In the crowds, some protesters are publicly calling for President Xi Jinping to resign, a declaration that could land them in prison.

“For Chinese citizens anywhere to be in a public setting, to say, ‘Down with Xi Jinping and down with the CCP,’ that is highly unusual and so this is a test for [Xi],” said Rory Truex, professor of politics and international affairs at Princeton University. “He will feel personally threatened and challenged by this.”
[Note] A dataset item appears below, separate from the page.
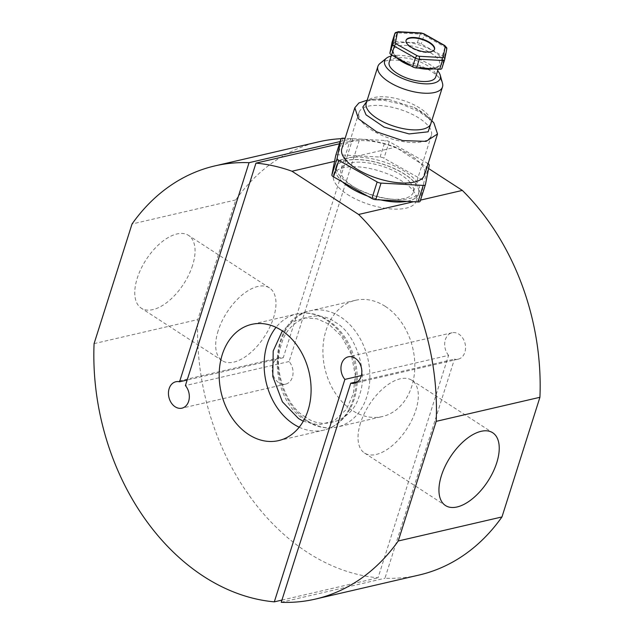 <?xml version="1.0" encoding="UTF-8"?>
<svg xmlns="http://www.w3.org/2000/svg" width="634" height="634" viewBox="0 0 634 634"><rect width="100%" height="100%" fill="white"/><g stroke="black" fill="none" stroke-linecap="round" stroke-linejoin="round"><path stroke-width="0.48" stroke-dasharray="3.17 2.38" d="M305.453 416.958C285.435 406.426 272.327 366.769 281.464 344.365C287.234 319.774 316.731 307.767 335.457 322.373C355.484 332.905 368.584 372.562 359.454 394.966C353.677 419.557 324.188 431.564 305.453 416.958M303.274 421.23L318.736 424.907L334.261 420.778L346.41 409.342L353.36 393.714L355.254 374.749L351.133 354.002L341.354 335.965L328.547 323.974L317.008 318.775L304.391 317.88L292.25 322.096L282.336 330.924M385.361 306.42A59.651 45.109 76.9 0 1 414.794 367.775A59.651 45.109 76.9 0 1 382.334 416.554A59.651 45.109 76.9 0 1 352.353 410.46A59.651 45.109 76.9 0 1 322.928 349.104A59.651 45.109 76.9 0 1 355.381 300.326A59.651 45.109 76.9 0 1 385.361 306.42M318.625 141.842A222.352 168.129 -103.1 0 0 235.753 199.94L197.8 319.584A222.352 168.129 -103.1 0 0 307.347 552.341A222.352 168.129 -103.1 0 0 378.038 577.804L448.603 355.349L361.356 375.582M281.932 600.089L378.038 577.804M448.603 355.349A13.56 10.255 76.9 0 1 444.846 341.861A13.56 10.255 76.9 0 1 452.042 332.763A13.56 10.255 76.9 0 1 458.858 334.142A13.56 10.255 76.9 0 1 465.546 348.09A13.56 10.255 76.9 0 1 458.168 359.177A13.56 10.255 76.9 0 1 454.451 359.145L384.949 578.248A222.352 168.129 -103.1 0 0 419.09 575.038M192.57 265.377A43.381 22.348 -57 0 1 141.303 308.187A43.381 22.348 -57 0 1 137.253 278.207A43.381 22.348 -57 0 1 188.528 235.396A43.381 22.348 -57 0 1 192.57 265.377M218.175 330.702A43.381 22.348 123 0 0 222.217 360.683A43.381 22.348 123 0 0 273.492 317.88A43.381 22.348 123 0 0 269.442 287.891A43.381 22.348 123 0 0 218.175 330.702M367.514 196.041A43.381 17.514 17.6 0 0 380.828 199.94M406.925 201.358A43.381 17.514 17.6 0 0 418.511 193.941A43.381 17.514 17.6 0 0 404.817 174.405A43.381 17.514 17.6 0 0 362.505 159.934A43.381 17.514 17.6 0 0 335.806 167.701A43.381 17.514 17.6 0 0 342.582 181.974M347.25 194.329A43.381 17.514 17.6 0 0 389.561 208.808A43.381 17.514 17.6 0 0 416.261 201.033A43.381 17.514 17.6 0 0 402.566 181.506A43.381 17.514 17.6 0 0 360.263 167.027A43.381 17.514 17.6 0 0 333.555 174.802A43.381 17.514 17.6 0 0 347.25 194.329M360.508 423.052A43.381 22.348 123 0 0 364.558 453.041A43.381 22.348 123 0 0 415.825 410.23A43.381 22.348 123 0 0 411.783 380.249A43.381 22.348 123 0 0 360.508 423.052M428.608 168.525L395.703 147.183A222.352 168.129 -103.1 0 0 359.684 139.076L289.112 361.531A13.56 10.255 76.9 0 1 292.876 375.019A13.56 10.255 76.9 0 1 285.672 384.117A13.56 10.255 76.9 0 1 272.628 373.228A13.56 10.255 76.9 0 1 279.546 357.703A13.56 10.255 76.9 0 1 283.263 357.734L352.773 138.632A222.352 168.129 -103.1 0 0 341.116 138.695M94.078 343.636L197.8 319.584M235.753 199.94L132.03 223.992M340.141 141.564L352.773 138.632M283.263 357.734L187.165 380.028M289.112 361.531L185.397 385.583M359.684 139.076L339.444 143.775M334.562 161.361L395.703 147.183M420.508 200.114L413.558 201.723M281.227 602.3L384.949 578.248M357.774 381.565L454.451 359.145M366.801 101.377L373.886 99.205L389.086 99.562L414.303 107.574L427.023 116.133L431.413 121.879M393.857 54.136C398.358 60.523 416.752 68.258 427.855 68.345C441.113 68.29 445.171 64.399 440.036 56.656C435.534 50.268 417.14 42.533 406.029 42.454C392.779 42.502 388.721 46.401 393.857 54.136M410.174 182.521A37.961 15.327 17.6 0 0 371.484 163.477A37.961 15.327 17.6 0 0 341.005 169.246A37.961 15.327 17.6 0 0 344.207 178.923A37.961 15.327 17.6 0 0 382.896 197.966A37.961 15.327 17.6 0 0 413.376 192.205A37.961 15.327 17.6 0 0 410.174 182.521M362.212 122.172A37.961 15.327 -162.4 0 1 359.01 112.495A37.961 15.327 -162.4 0 1 389.482 106.726A37.961 15.327 -162.4 0 1 428.172 125.77A37.961 15.327 -162.4 0 1 431.382 135.454A37.961 15.327 -162.4 0 1 400.902 141.216A37.961 15.327 -162.4 0 1 362.212 122.172M342.962 182.188A43.381 17.514 -162.4 0 1 339.499 178.669A43.381 17.514 -162.4 0 1 335.838 167.606A43.381 17.514 -162.4 0 1 370.668 161.02A43.381 17.514 -162.4 0 1 414.882 182.782A43.381 17.514 -162.4 0 1 418.543 193.845A43.381 17.514 -162.4 0 1 406.521 201.343M381.47 199.972A43.381 17.514 -162.4 0 1 366.951 195.716M415.635 180.413A43.381 17.514 -162.4 0 1 419.296 191.476A43.381 17.514 -162.4 0 1 384.466 198.07A43.381 17.514 -162.4 0 1 340.244 176.3A43.381 17.514 -162.4 0 1 336.583 165.244A43.381 17.514 -162.4 0 1 371.421 158.651A43.381 17.514 -162.4 0 1 415.635 180.413M428.132 163.627A4.066 1.64 17.6 0 0 427.578 163.287L389.236 141.659A4.066 1.64 17.6 0 0 385.345 140.502L345.126 138.307M420.176 201.137L424.003 181.815A4.066 1.64 17.6 0 0 423.639 180.856A4.066 1.64 17.6 0 0 422.331 179.834L383.99 158.215A4.066 1.64 17.6 0 0 380.091 157.058L337.93 154.751A4.066 1.64 17.6 0 0 335.751 155.433M341.837 148.689A43.381 17.514 -162.4 0 1 376.667 142.103A43.381 17.514 -162.4 0 1 420.889 163.865A43.381 17.514 -162.4 0 1 424.542 174.929M380.004 63.448A33.895 13.686 -162.4 0 1 409.271 62.203A33.895 13.686 -162.4 0 1 439.639 78.283A33.895 13.686 -162.4 0 1 442.492 83.268M389.181 62.203A24.401 9.851 -162.4 0 1 408.779 58.502A24.401 9.851 -162.4 0 1 433.648 70.746A24.401 9.851 -162.4 0 1 435.709 76.968M441.866 68.417L443.966 57.821A4.066 1.64 17.6 0 0 443.602 56.854A4.066 1.64 17.6 0 0 442.294 55.84L421.269 43.976A4.066 1.64 17.6 0 0 417.37 42.819L394.253 41.559A4.066 1.64 17.6 0 0 392.066 42.24M406.045 40.489A14.915 6.023 17.6 0 0 405.958 40.719A14.915 6.023 17.6 0 0 407.21 44.523A14.915 6.023 17.6 0 0 422.41 52.004A14.915 6.023 17.6 0 0 434.385 49.737A14.915 6.023 17.6 0 0 434.449 49.5M373.886 99.205L367.76 100.109L383.467 100.172L401.584 104.198L418.646 111.378L431.469 120.357L427.023 116.133M391.138 56.038A29.196 11.784 -162.4 0 1 437.666 70.794M307.411 420.881A59.651 45.109 76.9 0 1 277.985 359.533A59.651 45.109 76.9 0 1 310.438 310.747A59.651 45.109 76.9 0 1 340.418 316.841A59.651 45.109 76.9 0 1 369.844 378.197A59.651 45.109 76.9 0 1 337.391 426.975A59.651 45.109 76.9 0 1 307.411 420.881M299.193 427.221A59.651 45.109 -103.1 0 0 323.562 430.185A59.651 45.109 -103.1 0 0 356.015 381.399A59.651 45.109 -103.1 0 0 326.589 320.051A59.651 45.109 -103.1 0 0 296.609 313.957A59.651 45.109 -103.1 0 0 276.036 327.342M414.303 107.574C420.81 110.902 425.525 114.294 428.441 117.75C430.597 120.595 431.405 122.536 430.874 123.582A33.895 13.686 17.6 0 0 428.013 114.936A33.895 13.686 17.6 0 0 393.476 97.937A33.895 13.686 17.6 0 0 366.262 103.08L368.75 100.766C370.541 99.681 376.596 97.826 389.086 99.562M396.924 57.963A24.401 9.851 -162.4 0 1 395.141 56.133A24.401 9.851 -162.4 0 1 393.08 49.912A24.401 9.851 -162.4 0 1 412.679 46.203A24.401 9.851 -162.4 0 1 437.547 58.447A24.401 9.851 -162.4 0 1 439.608 64.668A24.401 9.851 -162.4 0 1 432.927 68.868M418.63 68.092A24.401 9.851 -162.4 0 1 410.872 65.833M422.331 179.834L427.578 163.287M442.294 55.84L445.068 47.09A4.066 1.64 -162.4 0 1 446.376 48.105A4.066 1.64 -162.4 0 1 446.74 49.072L443.966 57.821M389.236 141.659L383.99 158.215M429.25 165.268L424.003 181.815M343.176 138.204L337.93 154.751M380.091 157.058L385.345 140.502M444.949 45.64A2.171 0.911 -60.6 0 1 445.068 47.09L424.043 35.227L421.269 43.976M444.6 59.81L446.74 49.072M417.37 42.819L420.144 34.07L397.027 32.809L394.253 41.559M421.158 32.96A2.171 1.07 -86.9 0 0 420.144 34.07A4.066 1.64 -162.4 0 1 424.043 35.227A2.171 0.911 119.4 0 0 423.924 33.776M394.887 33.412A4.066 1.64 -162.4 0 1 397.027 32.809A2.171 1.07 93.1 0 1 398.033 31.7M355.381 300.326L310.438 310.747C267.913 318.22 266.026 397.724 305.96 420.707C316.12 427.197 326.597 429.289 337.391 426.975L382.334 416.554M278.619 440.606L323.562 430.185C333.056 427.863 340.862 422.418 346.98 413.851C352.203 406.37 355.46 397.597 356.744 387.548C357.814 378.839 357.307 370.05 355.222 361.19C350.665 343.145 341.607 329.49 328.04 320.225C317.88 313.735 307.403 311.643 296.609 313.957L251.666 324.378M452.042 332.763L348.328 356.815M222.217 360.683L141.303 308.187M416.261 201.033L418.511 193.941M364.558 453.041L445.472 505.536M279.546 357.703L175.832 381.755M285.672 384.117L181.958 408.169M458.168 359.177L354.454 383.229M269.442 287.891L188.528 235.396M333.555 174.802L335.806 167.701M411.783 380.249L492.697 432.745M391.503 54.904L393.08 49.912C392.993 51.719 393.603 53.296 394.919 54.635C401.75 61.561 411.997 65.999 425.644 67.941C431.152 68.963 438.99 66.816 439.021 65.627L438.181 69.161M359.01 112.495L341.005 169.246M418.543 193.845L419.296 191.476M406.109 40.251L405.958 40.719M431.382 135.454L413.376 192.205M335.838 167.606L336.583 165.244M434.536 49.27L434.385 49.737"/><path stroke-width="0.95" d="M282.336 330.924L273.206 350.982L272.771 376.453L282.407 401.813L298.543 418.559L303.274 421.23M361.356 375.582L344.888 379.401L274.316 601.856A222.352 168.129 76.9 0 1 203.633 576.393A222.352 168.129 76.9 0 1 94.078 343.636L132.03 223.992A222.352 168.129 76.9 0 1 214.91 165.894A222.352 168.129 76.9 0 1 249.051 162.684L340.141 141.564M274.316 601.856L281.932 600.089M344.888 379.401A13.56 10.255 76.9 0 1 341.124 365.913A13.56 10.255 76.9 0 1 348.328 356.815A13.56 10.255 76.9 0 1 355.135 358.194A13.56 10.255 76.9 0 1 361.824 372.142A13.56 10.255 76.9 0 1 354.454 383.229A13.56 10.255 76.9 0 1 350.737 383.198L357.774 381.565M342.582 181.974A43.381 17.514 17.6 0 0 349.5 187.236A43.381 17.514 17.6 0 0 367.514 196.041M380.828 199.94A43.381 17.514 17.6 0 0 406.925 201.358M441.43 475.555A43.381 22.348 123 0 0 445.472 505.536A43.381 22.348 123 0 0 496.747 462.733A43.381 22.348 123 0 0 492.697 432.745A43.381 22.348 123 0 0 441.43 475.555M281.647 330.472A59.651 45.109 76.9 0 1 311.072 391.828A59.651 45.109 76.9 0 1 278.619 440.606A59.651 45.109 76.9 0 1 248.639 434.512A59.651 45.109 76.9 0 1 219.206 373.164A59.651 45.109 76.9 0 1 251.666 324.378A59.651 45.109 76.9 0 1 281.647 330.472M341.116 138.695A222.352 168.129 -103.1 0 0 318.625 141.842L214.91 165.894M501.969 516.94L398.247 540.992A222.352 168.129 76.9 0 1 315.375 599.09L419.09 575.038A222.352 168.129 -103.1 0 0 501.969 516.94L539.922 397.296A222.352 168.129 -103.1 0 0 462.337 190.414L428.608 168.525M187.165 380.028L179.549 381.787L249.051 162.684M339.444 143.775L255.962 163.128L185.397 385.583A13.56 10.255 76.9 0 1 189.154 399.071A13.56 10.255 76.9 0 1 181.958 408.169A13.56 10.255 76.9 0 1 168.906 397.28A13.56 10.255 76.9 0 1 175.832 381.755A13.56 10.255 76.9 0 1 179.549 381.787M255.962 163.128A222.352 168.129 76.9 0 1 291.981 171.235L334.562 161.361M462.337 190.414L420.508 200.114M413.558 201.723L358.614 214.466L291.981 171.235M358.614 214.466A222.352 168.129 76.9 0 1 436.2 421.348L539.922 397.296M398.247 540.992L436.2 421.348M315.375 599.09A222.352 168.129 76.9 0 1 281.227 602.3L350.737 383.198M431.413 121.879L428.109 131.817L409.104 133.925L384.125 127.101L366.04 114.833L362.799 107.075L366.801 101.377M406.521 201.343A43.381 17.514 -162.4 0 1 381.47 199.972M366.951 195.716A43.381 17.514 -162.4 0 1 342.962 182.188M345.126 138.307L343.176 138.204A4.066 1.64 17.6 0 0 340.973 138.949A4.066 1.64 17.6 0 0 340.949 139.028L337.129 158.349A4.066 1.64 17.6 0 0 338.802 160.331L377.143 181.95A4.066 1.64 17.6 0 0 381.042 183.107L423.203 185.413A4.066 1.64 17.6 0 0 425.406 184.66A4.066 1.64 17.6 0 0 425.43 184.589L429.25 165.268A4.066 1.64 17.6 0 0 428.893 164.301A4.066 1.64 17.6 0 0 428.132 163.627M431.794 120.682L433.878 122.909L437.531 133.98L426.096 141.374L402.709 140.582L376.723 131.888L358.487 118.788L354.826 107.74L358.884 102.97L367.11 100.212M437.531 133.98L424.542 174.929A43.381 17.514 -162.4 0 1 389.712 181.514A43.381 17.514 -162.4 0 1 345.498 159.752A43.381 17.514 -162.4 0 1 341.837 148.689L354.826 107.74M437.666 70.794A29.196 11.784 -162.4 0 1 437.809 70.968A29.196 11.784 -162.4 0 1 440.265 75.264L442.492 83.268A33.895 13.686 -162.4 0 1 442.5 86.929A33.895 13.686 -162.4 0 1 415.294 92.073A33.895 13.686 -162.4 0 1 380.749 75.074A33.895 13.686 -162.4 0 1 377.888 66.427A33.895 13.686 -162.4 0 1 380.004 63.448L386.439 58.185A29.196 11.784 -162.4 0 1 391.138 56.038M440.265 75.264A29.196 11.784 -162.4 0 1 420.358 83.419A29.196 11.784 -162.4 0 1 387.081 68.203A29.196 11.784 -162.4 0 1 386.439 58.185M438.181 69.161L435.709 76.968A24.401 9.851 -162.4 0 1 416.11 80.669A24.401 9.851 -162.4 0 1 391.241 68.432A24.401 9.851 -162.4 0 1 389.181 62.203L391.503 54.904M434.449 49.5A14.915 6.023 17.6 0 0 433.125 45.941A14.915 6.023 17.6 0 0 418.218 38.516A14.915 6.023 17.6 0 0 406.045 40.489M407.361 44.047A14.915 6.023 -162.4 0 1 406.109 40.251A14.915 6.023 -162.4 0 1 418.075 37.985A14.915 6.023 -162.4 0 1 433.276 45.466A14.915 6.023 -162.4 0 1 434.536 49.27A14.915 6.023 -162.4 0 1 422.561 51.528A14.915 6.023 -162.4 0 1 407.361 44.047M335.751 155.433A4.066 1.64 17.6 0 0 335.719 155.504A4.066 1.64 17.6 0 0 335.703 155.576L331.883 174.897A4.066 1.64 17.6 0 0 333.547 176.878L371.889 198.505A4.066 1.64 17.6 0 0 375.788 199.662L417.949 201.961A4.066 1.64 17.6 0 0 420.16 201.216A4.066 1.64 17.6 0 0 420.176 201.137L425.382 184.732M392.066 42.24A4.066 1.64 17.6 0 0 392.042 42.312A4.066 1.64 17.6 0 0 392.026 42.383L389.926 52.979A4.066 1.64 17.6 0 0 391.598 54.96L412.623 66.816A4.066 1.64 17.6 0 0 416.522 67.973L439.639 69.241A4.066 1.64 17.6 0 0 441.85 68.488A4.066 1.64 17.6 0 0 441.866 68.417L444.6 59.81M276.036 327.342A59.651 45.109 -103.1 0 0 293.582 424.091A59.651 45.109 -103.1 0 0 299.193 427.221M377.888 66.427L366.262 103.08A33.895 13.686 17.6 0 0 369.123 111.727A33.895 13.686 17.6 0 0 403.66 128.726A33.895 13.686 17.6 0 0 430.874 123.582L442.5 86.929M432.927 68.868A24.401 9.851 -162.4 0 1 418.63 68.092M410.872 65.833A24.401 9.851 -162.4 0 1 396.924 57.963M392.026 42.383L394.8 33.634L392.7 44.229A2.171 1.981 11.2 0 1 395.378 42.953L396.163 43.881A2.171 0.911 119.4 0 0 394.372 46.211A4.066 1.64 -162.4 0 1 393.064 45.196A4.066 1.64 -162.4 0 1 392.7 44.229L389.926 52.979M423.203 185.413L417.949 201.961M375.788 199.662L381.042 183.107M377.143 181.95L371.889 198.505M333.547 176.878L338.802 160.331M337.129 158.349L331.883 174.897M335.703 155.576L340.949 139.028M416.522 67.973L419.296 59.224L442.421 60.492L439.639 69.241M391.598 54.96L394.372 46.211L415.397 58.066L412.623 66.816M421.158 32.96L398.033 31.7A2.171 1.07 93.1 0 1 398.517 31.977L421.642 33.237A2.171 1.07 -86.9 0 0 421.158 32.96L423.924 33.776A2.171 0.911 119.4 0 0 423.457 33.776L444.482 45.632A2.171 0.911 -60.6 0 1 444.949 45.64L446.788 48.873A2.171 1.981 -168.8 0 0 445.258 46.559L443.166 57.155A2.171 1.981 11.2 0 1 444.64 59.667A4.066 1.64 -162.4 0 1 444.624 59.739A4.066 1.64 -162.4 0 1 442.421 60.492A2.171 1.07 -86.9 0 0 442.128 57.543L419.003 56.275A2.171 1.07 93.1 0 1 419.296 59.224A4.066 1.64 -162.4 0 1 415.397 58.066A2.171 0.911 -60.6 0 1 417.188 55.737L396.163 43.881M446.74 49.072A2.171 1.981 -168.8 0 0 446.788 48.873L444.696 59.469L441.85 68.488M395.378 42.953L397.478 32.358A2.171 1.981 -168.8 0 0 394.8 33.634A4.066 1.64 -162.4 0 1 394.816 33.562A4.066 1.64 -162.4 0 1 394.887 33.412M421.642 33.237L423.457 33.776M417.188 55.737L419.003 56.275M442.128 57.543L443.166 57.155M445.258 46.559L444.482 45.632M398.517 31.977L397.478 32.358M425.406 184.66L420.16 201.216M340.973 138.949L335.719 155.504M423.924 33.776L444.949 45.64M398.033 31.7L394.816 33.562L392.042 42.312"/></g></svg>

COVID restrictions loosening?

About to enter the fourth year of Xi’s zero-COVID strategy, some think authorities are starting to cave to the public pressure. According to the Associated Press, Beijing city government said it’ll no longer use gates to block access to apartment compounds containing COVID-19 infections, without mentioning the deadly fire in Urumqi. In Guangzhou, some residents will not be required to do mass testing, citing a need to conserve resources. And in the Xinjiang region, where the fire started, businesses considered to be in low risk areas for infection can reopen.

China’s government denies the unprecedented protests have anything to do with the changes.

“What you mentioned does not reflect what actually happened,” Zhao said. “China has been following the dynamic zero-COVID policy and making adjustments based on the realities on the ground.”

Global ripple effects

The uncertainty in the world’s second largest economy sent global markets on a downturn Monday, shaking stocks and oil as China’s COVID-19 cases surge and analysts wonder what Xi’s next move will be.

“I think we haven’t really seen the repressive apparatus fully engaged at this point, but unfortunately, I think that is what we’re going to observe in the days and weeks to come,” Truex said.